* **SOURCE INFORMATION**
######

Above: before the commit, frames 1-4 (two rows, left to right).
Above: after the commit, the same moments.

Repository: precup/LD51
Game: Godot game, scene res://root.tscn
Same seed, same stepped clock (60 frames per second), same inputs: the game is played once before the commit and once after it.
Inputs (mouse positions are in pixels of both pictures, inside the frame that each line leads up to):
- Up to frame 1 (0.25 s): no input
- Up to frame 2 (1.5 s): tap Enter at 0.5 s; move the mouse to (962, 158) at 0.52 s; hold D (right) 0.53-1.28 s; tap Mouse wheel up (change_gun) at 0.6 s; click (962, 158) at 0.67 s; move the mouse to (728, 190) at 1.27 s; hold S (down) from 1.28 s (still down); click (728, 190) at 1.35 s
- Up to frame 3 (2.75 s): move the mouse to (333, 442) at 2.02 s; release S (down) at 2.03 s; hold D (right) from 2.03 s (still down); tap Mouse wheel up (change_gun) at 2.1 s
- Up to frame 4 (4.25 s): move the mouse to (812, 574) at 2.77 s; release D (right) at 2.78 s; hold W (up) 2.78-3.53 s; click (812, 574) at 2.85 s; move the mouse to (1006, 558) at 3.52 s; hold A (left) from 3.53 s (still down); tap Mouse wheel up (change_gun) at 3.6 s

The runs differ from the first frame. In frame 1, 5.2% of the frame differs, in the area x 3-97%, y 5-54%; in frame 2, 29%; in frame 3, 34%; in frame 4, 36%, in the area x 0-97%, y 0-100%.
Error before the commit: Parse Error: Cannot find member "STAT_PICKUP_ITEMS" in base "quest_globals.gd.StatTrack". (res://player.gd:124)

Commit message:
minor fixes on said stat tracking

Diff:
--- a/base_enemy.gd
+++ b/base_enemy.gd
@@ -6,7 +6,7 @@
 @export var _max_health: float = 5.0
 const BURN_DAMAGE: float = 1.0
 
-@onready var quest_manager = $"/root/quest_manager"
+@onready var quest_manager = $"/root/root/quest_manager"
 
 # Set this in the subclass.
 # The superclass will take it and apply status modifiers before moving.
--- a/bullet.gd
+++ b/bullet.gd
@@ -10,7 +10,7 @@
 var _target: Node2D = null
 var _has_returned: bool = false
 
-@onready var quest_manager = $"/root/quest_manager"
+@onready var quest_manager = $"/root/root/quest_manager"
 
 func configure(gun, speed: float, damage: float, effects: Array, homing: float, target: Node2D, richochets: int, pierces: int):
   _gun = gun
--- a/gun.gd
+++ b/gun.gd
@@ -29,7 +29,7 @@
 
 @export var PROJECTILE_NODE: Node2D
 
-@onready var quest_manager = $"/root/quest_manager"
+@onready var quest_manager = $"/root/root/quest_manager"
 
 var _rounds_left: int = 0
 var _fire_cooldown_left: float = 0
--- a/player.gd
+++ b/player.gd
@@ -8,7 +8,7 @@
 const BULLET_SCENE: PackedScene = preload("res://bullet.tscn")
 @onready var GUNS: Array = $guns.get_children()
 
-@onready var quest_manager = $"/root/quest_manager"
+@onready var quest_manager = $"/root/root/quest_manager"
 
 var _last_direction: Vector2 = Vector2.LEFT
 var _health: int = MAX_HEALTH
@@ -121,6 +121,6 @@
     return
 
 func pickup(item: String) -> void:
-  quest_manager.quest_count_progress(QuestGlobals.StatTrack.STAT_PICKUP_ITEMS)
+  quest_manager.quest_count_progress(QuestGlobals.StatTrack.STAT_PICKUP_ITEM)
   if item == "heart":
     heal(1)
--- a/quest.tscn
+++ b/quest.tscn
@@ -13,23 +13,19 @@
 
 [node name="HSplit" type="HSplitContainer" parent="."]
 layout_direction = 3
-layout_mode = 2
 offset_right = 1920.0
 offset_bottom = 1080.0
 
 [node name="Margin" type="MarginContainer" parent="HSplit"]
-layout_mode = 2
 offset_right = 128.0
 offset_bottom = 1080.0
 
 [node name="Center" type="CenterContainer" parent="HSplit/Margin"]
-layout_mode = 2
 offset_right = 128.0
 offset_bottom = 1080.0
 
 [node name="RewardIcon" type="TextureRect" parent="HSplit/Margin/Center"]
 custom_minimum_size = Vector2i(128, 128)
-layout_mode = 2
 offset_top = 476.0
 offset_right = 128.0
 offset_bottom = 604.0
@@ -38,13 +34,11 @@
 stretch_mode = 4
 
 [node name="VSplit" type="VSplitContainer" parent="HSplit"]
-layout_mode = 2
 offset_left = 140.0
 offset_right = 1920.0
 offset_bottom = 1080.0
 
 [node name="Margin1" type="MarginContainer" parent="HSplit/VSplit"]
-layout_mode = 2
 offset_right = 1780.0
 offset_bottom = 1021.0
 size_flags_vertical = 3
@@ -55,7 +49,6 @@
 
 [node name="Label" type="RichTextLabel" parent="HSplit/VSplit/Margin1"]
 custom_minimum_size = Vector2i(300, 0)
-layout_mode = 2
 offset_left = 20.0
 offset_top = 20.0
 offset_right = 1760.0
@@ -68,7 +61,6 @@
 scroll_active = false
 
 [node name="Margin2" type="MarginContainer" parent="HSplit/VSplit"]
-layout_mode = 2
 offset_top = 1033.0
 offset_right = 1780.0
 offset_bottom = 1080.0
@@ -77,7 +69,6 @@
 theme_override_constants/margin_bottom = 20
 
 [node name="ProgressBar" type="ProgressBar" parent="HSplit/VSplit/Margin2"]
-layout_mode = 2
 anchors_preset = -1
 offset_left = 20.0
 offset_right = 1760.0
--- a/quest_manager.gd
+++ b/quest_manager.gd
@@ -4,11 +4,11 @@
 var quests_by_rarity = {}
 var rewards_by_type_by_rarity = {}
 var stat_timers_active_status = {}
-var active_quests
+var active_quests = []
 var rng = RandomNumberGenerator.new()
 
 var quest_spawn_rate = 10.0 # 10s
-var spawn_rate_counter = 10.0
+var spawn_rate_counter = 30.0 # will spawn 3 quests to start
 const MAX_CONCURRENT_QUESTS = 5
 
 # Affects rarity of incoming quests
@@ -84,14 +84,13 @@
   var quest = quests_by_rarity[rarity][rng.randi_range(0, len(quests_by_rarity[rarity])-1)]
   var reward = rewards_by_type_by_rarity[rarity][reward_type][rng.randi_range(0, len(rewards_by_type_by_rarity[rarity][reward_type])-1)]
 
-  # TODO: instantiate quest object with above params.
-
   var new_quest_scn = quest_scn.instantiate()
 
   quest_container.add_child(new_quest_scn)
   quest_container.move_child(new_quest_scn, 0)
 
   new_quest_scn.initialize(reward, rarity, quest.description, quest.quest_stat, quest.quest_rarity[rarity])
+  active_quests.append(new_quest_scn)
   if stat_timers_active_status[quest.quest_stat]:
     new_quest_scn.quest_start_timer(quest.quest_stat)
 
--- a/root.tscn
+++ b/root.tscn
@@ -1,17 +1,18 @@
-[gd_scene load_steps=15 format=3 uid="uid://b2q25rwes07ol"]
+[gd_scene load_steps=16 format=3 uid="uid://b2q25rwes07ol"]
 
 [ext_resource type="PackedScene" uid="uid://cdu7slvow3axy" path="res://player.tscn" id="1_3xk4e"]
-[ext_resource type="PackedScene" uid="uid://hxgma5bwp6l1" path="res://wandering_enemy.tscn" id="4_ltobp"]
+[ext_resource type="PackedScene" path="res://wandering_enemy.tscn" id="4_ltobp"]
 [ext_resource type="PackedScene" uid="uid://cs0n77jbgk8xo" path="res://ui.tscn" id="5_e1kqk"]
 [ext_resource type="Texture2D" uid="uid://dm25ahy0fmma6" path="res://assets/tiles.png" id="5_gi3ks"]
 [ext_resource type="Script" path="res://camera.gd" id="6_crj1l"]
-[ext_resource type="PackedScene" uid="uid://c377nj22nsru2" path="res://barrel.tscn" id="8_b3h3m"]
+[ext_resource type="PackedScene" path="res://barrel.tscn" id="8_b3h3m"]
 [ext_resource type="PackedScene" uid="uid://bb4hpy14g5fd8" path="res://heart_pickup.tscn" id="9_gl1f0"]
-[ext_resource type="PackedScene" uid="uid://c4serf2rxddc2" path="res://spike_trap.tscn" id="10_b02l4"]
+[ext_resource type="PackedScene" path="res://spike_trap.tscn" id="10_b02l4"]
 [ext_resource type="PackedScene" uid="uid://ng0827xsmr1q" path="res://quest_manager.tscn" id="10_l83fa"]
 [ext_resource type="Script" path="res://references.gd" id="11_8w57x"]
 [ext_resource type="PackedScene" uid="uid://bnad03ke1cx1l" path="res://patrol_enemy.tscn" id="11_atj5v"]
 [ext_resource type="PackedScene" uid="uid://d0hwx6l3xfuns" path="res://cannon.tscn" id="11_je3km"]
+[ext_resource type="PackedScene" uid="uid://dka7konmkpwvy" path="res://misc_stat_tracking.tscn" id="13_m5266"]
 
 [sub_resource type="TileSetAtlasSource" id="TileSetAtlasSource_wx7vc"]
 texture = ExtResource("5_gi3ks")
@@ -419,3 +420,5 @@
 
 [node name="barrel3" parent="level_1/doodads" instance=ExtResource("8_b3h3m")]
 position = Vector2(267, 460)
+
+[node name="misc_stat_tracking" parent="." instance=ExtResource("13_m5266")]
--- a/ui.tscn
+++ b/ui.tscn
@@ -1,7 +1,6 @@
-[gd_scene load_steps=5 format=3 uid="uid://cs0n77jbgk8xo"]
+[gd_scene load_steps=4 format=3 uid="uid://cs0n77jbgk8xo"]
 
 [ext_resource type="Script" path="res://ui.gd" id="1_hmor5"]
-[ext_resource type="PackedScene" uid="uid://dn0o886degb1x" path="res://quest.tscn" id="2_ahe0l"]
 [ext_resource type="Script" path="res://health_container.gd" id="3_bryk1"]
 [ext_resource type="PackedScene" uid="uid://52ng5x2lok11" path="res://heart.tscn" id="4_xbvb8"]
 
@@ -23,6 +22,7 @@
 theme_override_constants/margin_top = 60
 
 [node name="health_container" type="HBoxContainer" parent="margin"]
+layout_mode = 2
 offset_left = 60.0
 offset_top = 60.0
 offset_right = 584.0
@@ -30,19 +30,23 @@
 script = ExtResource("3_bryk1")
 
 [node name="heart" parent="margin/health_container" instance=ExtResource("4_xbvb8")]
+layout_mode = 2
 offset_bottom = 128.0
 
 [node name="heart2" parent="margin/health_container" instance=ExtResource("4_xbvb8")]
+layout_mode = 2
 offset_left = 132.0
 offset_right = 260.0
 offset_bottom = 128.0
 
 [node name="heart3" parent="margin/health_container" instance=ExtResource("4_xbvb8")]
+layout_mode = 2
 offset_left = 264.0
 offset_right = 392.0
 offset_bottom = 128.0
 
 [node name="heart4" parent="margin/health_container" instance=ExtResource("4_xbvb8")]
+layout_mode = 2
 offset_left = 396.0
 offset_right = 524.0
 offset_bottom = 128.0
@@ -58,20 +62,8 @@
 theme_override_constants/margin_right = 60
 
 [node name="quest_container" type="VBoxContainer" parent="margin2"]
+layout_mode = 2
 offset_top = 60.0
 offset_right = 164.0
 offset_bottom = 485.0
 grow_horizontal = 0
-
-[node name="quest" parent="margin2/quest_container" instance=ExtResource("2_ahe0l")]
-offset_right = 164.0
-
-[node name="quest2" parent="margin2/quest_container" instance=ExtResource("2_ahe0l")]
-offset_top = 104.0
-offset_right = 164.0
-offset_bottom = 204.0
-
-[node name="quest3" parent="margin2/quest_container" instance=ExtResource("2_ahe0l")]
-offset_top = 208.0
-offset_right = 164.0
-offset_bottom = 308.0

######

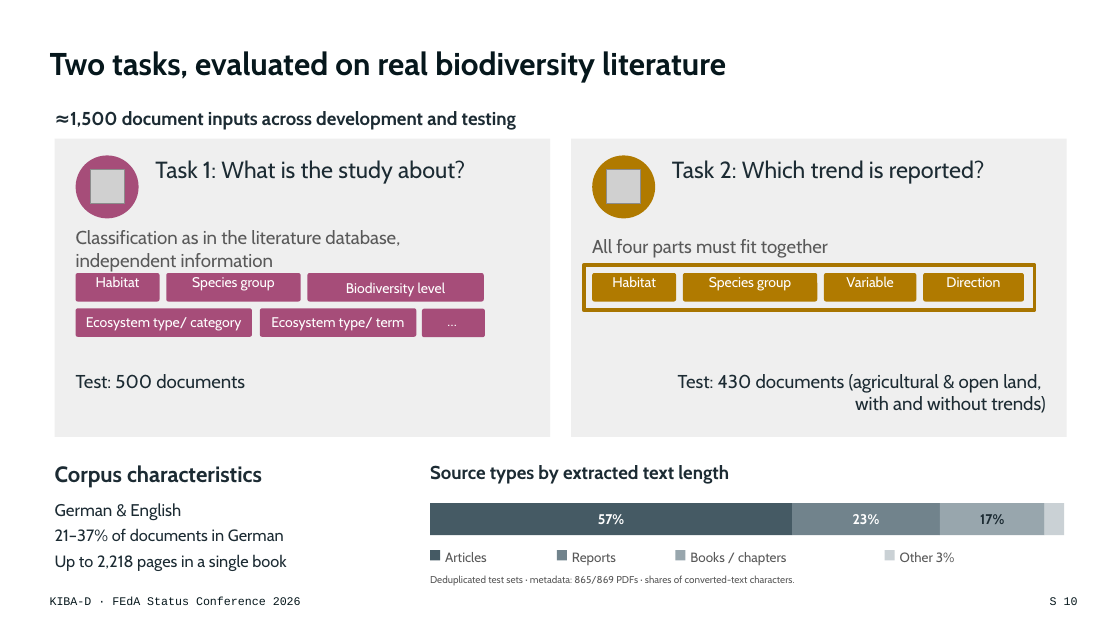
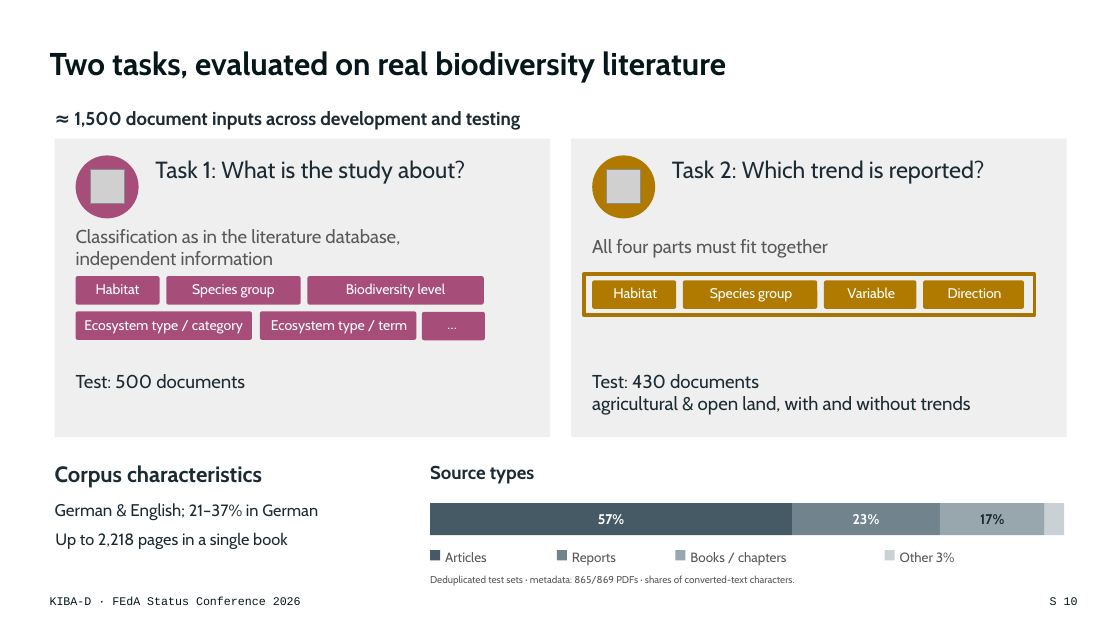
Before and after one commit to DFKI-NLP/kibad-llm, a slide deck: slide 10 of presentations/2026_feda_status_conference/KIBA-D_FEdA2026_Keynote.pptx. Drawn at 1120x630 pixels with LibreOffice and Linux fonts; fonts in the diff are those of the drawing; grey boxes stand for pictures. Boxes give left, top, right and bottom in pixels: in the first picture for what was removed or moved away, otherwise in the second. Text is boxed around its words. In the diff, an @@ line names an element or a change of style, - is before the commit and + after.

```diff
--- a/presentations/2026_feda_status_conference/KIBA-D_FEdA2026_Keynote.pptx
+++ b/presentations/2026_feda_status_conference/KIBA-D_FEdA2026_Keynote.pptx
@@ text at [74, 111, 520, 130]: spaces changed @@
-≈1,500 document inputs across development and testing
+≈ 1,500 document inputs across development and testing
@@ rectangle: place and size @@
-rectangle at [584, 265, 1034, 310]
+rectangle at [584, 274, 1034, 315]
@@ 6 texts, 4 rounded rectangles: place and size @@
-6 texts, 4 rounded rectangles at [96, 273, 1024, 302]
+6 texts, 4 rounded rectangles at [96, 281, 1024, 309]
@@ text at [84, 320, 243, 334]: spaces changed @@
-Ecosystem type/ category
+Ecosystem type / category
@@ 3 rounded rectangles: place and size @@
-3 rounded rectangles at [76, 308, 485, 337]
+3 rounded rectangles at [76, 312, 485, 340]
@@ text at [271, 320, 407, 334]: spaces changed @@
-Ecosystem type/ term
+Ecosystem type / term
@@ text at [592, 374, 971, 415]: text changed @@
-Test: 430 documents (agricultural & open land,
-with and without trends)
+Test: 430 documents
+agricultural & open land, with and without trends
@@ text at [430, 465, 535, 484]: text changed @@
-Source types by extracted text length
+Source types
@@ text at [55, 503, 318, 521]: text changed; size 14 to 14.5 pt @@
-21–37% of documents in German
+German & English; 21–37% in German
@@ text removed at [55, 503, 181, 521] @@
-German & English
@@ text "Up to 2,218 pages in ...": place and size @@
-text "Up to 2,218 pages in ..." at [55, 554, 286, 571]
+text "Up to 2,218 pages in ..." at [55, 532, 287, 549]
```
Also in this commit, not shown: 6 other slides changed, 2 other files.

######

* **ACTIVITY**
Read the data above. Pull out each line in which the string "land" appears.

* **TASK ANSWER**
-Test: 430 documents (agricultural & open land,
+agricultural & open land, with and without trends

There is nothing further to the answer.